# Has the additive identity to be same for all elements of a set V which is a vector space over a field F??

I am solving a problem in which it's given that V = $$\mathbb R$$ and F = $$\mathbb R$$ and the definition of vector addition and scalar multiplication is given. The problem is to check which axioms of vector space are satisfied and which are not.

I am getting unique additive identity as $$\frac{-v}{2}$$ $$\forall$$ $$v\in V$$.

My doubt is that has the additive identity to be same for $$\forall$$ $$v\in V$$, like the one in the usual addition (which is 0) or it can be different but unique for different elements of V like the additive inverse in usual addition (which is $$-v$$ $$\forall$$ $$v\in V$$).

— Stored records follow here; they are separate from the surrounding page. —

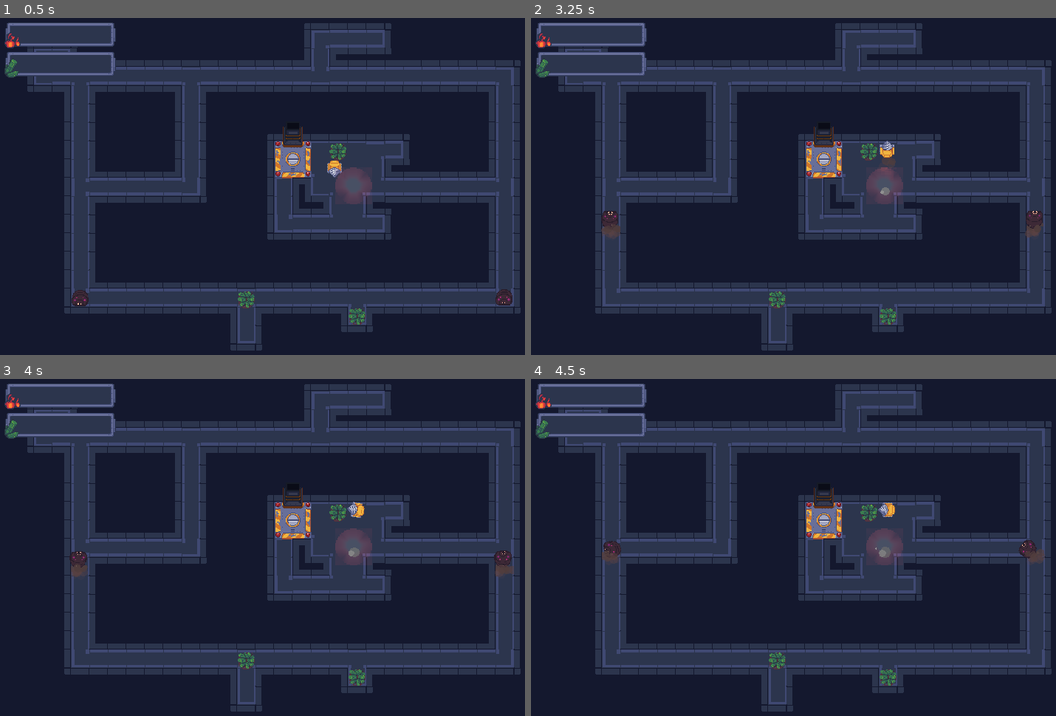
Above: before the commit, frames 1-4 (two rows, left to right).
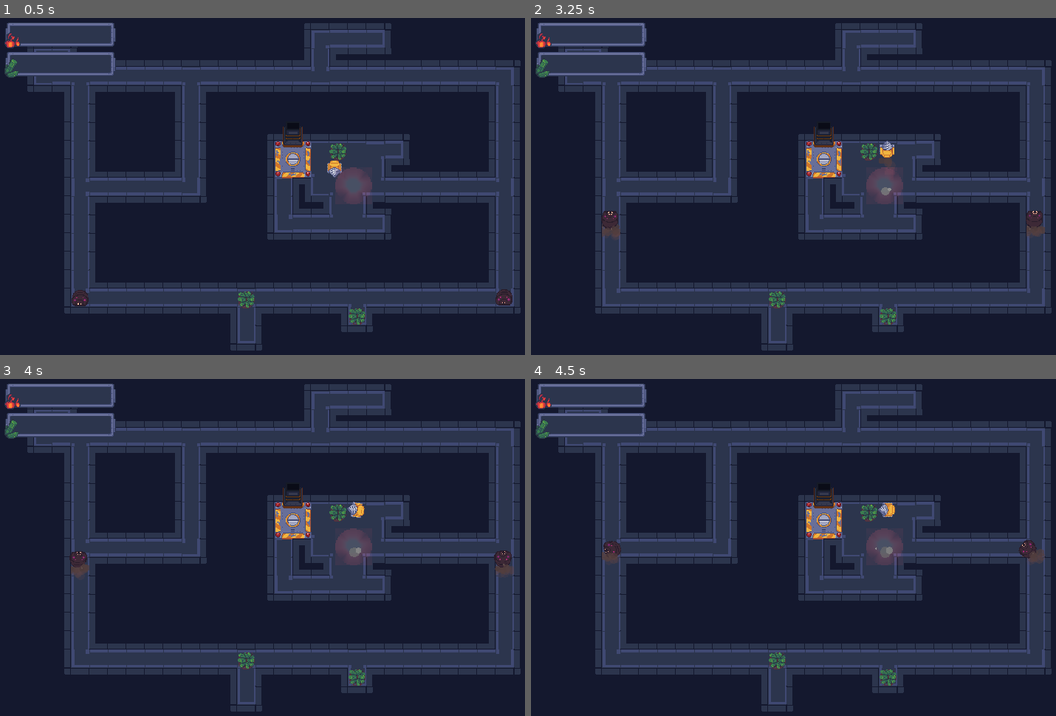
Above: after the commit, the same moments.

Repository: LaTu-Jams/LD54
Game: Godot game, scene res://scenes/Main.tscn
Same seed, same stepped clock (60 frames per second), same inputs: the game is played once before the commit and once after it.
Inputs:
- Up to frame 1 (0.5 s): no input
- Up to frame 2 (3.25 s): tap Enter at 0.5 s; hold D (turn_right) 0.53-1.28 s; hold Space (Mine) 0.53-1.28 s; hold S (move_backward) 1.28-2.03 s; tap Space (Mine) at 1.35, 2.85 s; hold D (turn_right) 2.03-2.78 s; hold Space (Mine) 2.03-2.78 s; hold W (move_forward) from 2.78 s (still down)
- Up to frame 3 (4 s): release W (move_forward) at 3.53 s; hold A (turn_left) from 3.53 s (still down); hold Space (Mine) from 3.53 s (still down)
- Up to frame 4 (4.5 s): keep holding A (turn_left); release Space (Mine) at 4.28 s; tap Space (Mine) at 4.35 s

Frame 1 is identical in both runs. In frame 2, less than 0.1% of the frame differs, in the area x 13-98%, y 40-66%; in frame 3, less than 0.1%; in frame 4, less than 0.1%.

Commit message:
Adjust particles

Diff:
--- a/scenes/MiningParticle.tscn
+++ b/scenes/MiningParticle.tscn
@@ -10,7 +10,7 @@
 z_index = 2
 z_as_relative = false
 emitting = false
-amount = 3
+amount = 5
 lifetime = 0.5
 one_shot = true
 explosiveness = 1.0
--- a/scenes/TrailParticle.tscn
+++ b/scenes/TrailParticle.tscn
@@ -16,7 +16,7 @@
 z_index = 3
 z_as_relative = false
 emitting = false
-amount = 16
+amount = 15
 lifetime = 0.75
 local_coords = false
 texture = ExtResource( 2 )
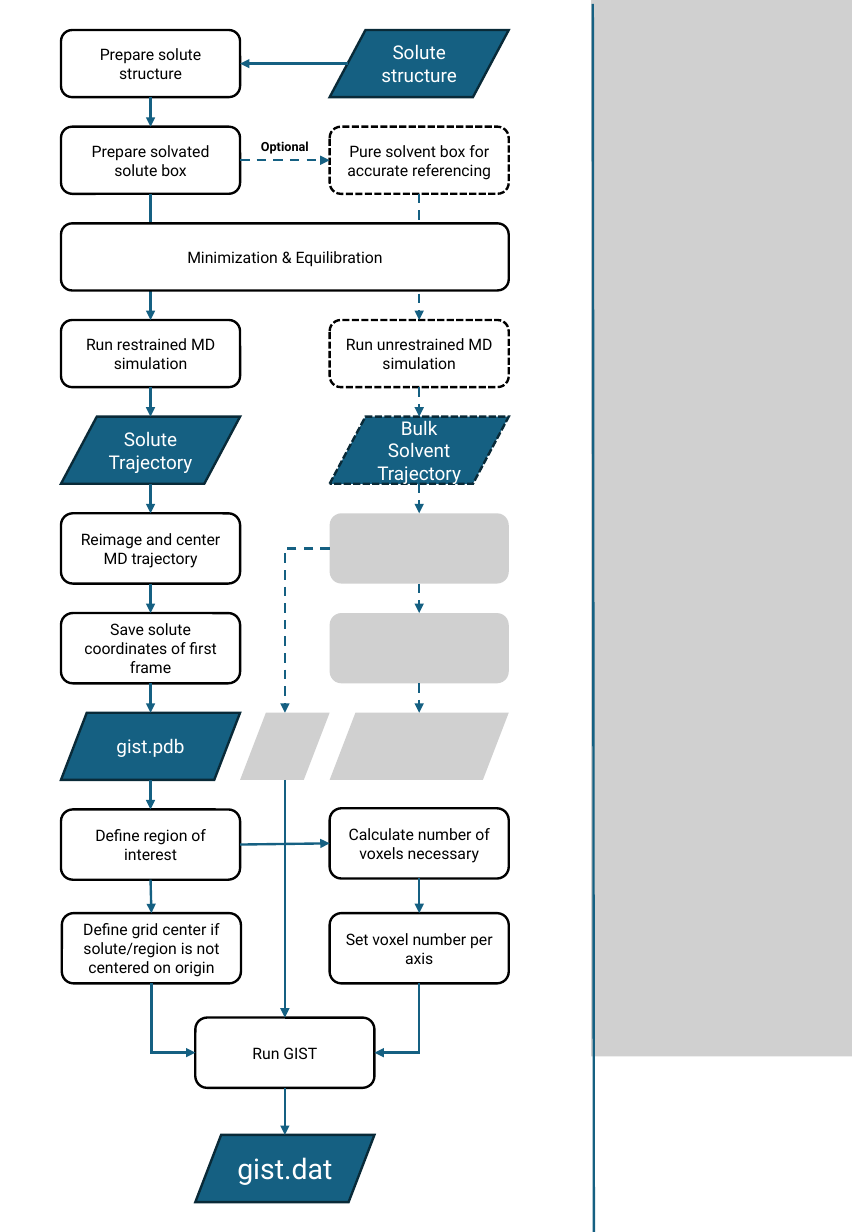
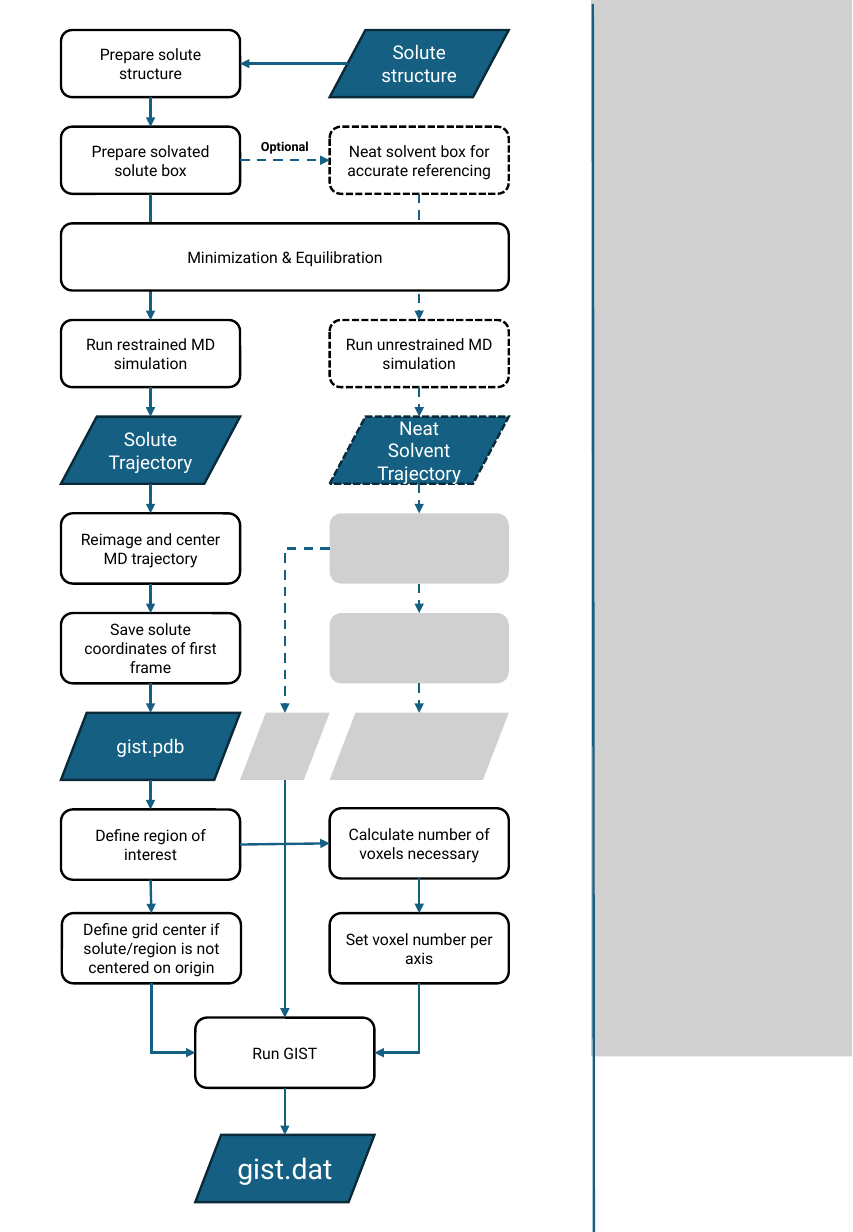
Before and after one commit to liedllab/gist-tutorial, a slide deck: slide 1 of manuscript/figures/flowchart_GIST.pptx. Drawn at 853x1232 pixels with LibreOffice and Linux fonts; fonts in the diff are those of the drawing; grey boxes stand for pictures. Boxes give left, top, right and bottom in pixels: in the first picture for what was removed or moved away, otherwise in the second. Text is boxed around its words. In the diff, an @@ line names an element or a change of style, - is before the commit and + after.

```diff
--- a/manuscript/figures/flowchart_GIST.pptx
+++ b/manuscript/figures/flowchart_GIST.pptx
@@ text in rounded rectangle at box(347, 145, 491, 180): text changed @@
-Pure solvent box for accurate referencing
+Neat solvent box for accurate referencing
@@ text in flow chart input output at box(377, 417, 461, 486): text changed @@
-Bulk Solvent Trajectory
+Neat Solvent Trajectory
```
Also in this commit, not shown: 3 other files.

• The additive identity must be unique. Aug 9, 2021 at 7:23
• @Berci what I have understood from uniqueness of identity element is that there can't exist more than one identity element for any element of the set V. Is it correct? As in the question stated above, there exists only one identity element for all elements of V. So we can't say that a unique additive identity element exists for each element of V ? Aug 9, 2021 at 7:26
• @Berci I am new to linear algebra course. Please let me know if I have understood the concept wrongly. Aug 9, 2021 at 7:31
• I mean there should be exactly one element $e$ of $V$ which satisfies $e+x=x$ for all $x\in V$, with the given meaning of '+'. Aug 9, 2021 at 7:31
• @Berci Thanks. I understood !! Aug 9, 2021 at 7:37

Indeed the additive identity has to be the same for all elements of the vector space. By definition, the additive identity is an element $$e\in V$$ such that $$e + v = v + e = v$$ for all $$v\in V$$.
To answer this, assume that $$e_1$$ and $$e_2$$ are two vectors that are both additive identities. Since $$e_1$$ is an additive identity, we have for all $$v\in V$$ that $$e_1 + v = v$$. Since this is true for all $$v$$, I can put $$v=e_2$$, so $$e_1+e_2=e_2$$. On the other hand, since $$e_2$$ is an additive identity, we have for all $$v$$ that $$v+e_2 = v$$. In particular, we can put $$v=e_1$$, so $$e_1+e_2=e_1$$.
Ok, but now $$e_1+e_2 = e_2$$, and also $$e_1+e_2=e_1$$, so it turns out that $$e_2=e_1$$. In conclusion, there can only be one additive identity.
Thus for all vectors $$v\in V$$, the additive identity will be the same element (which is usually called "$$0$$" for vector spaces).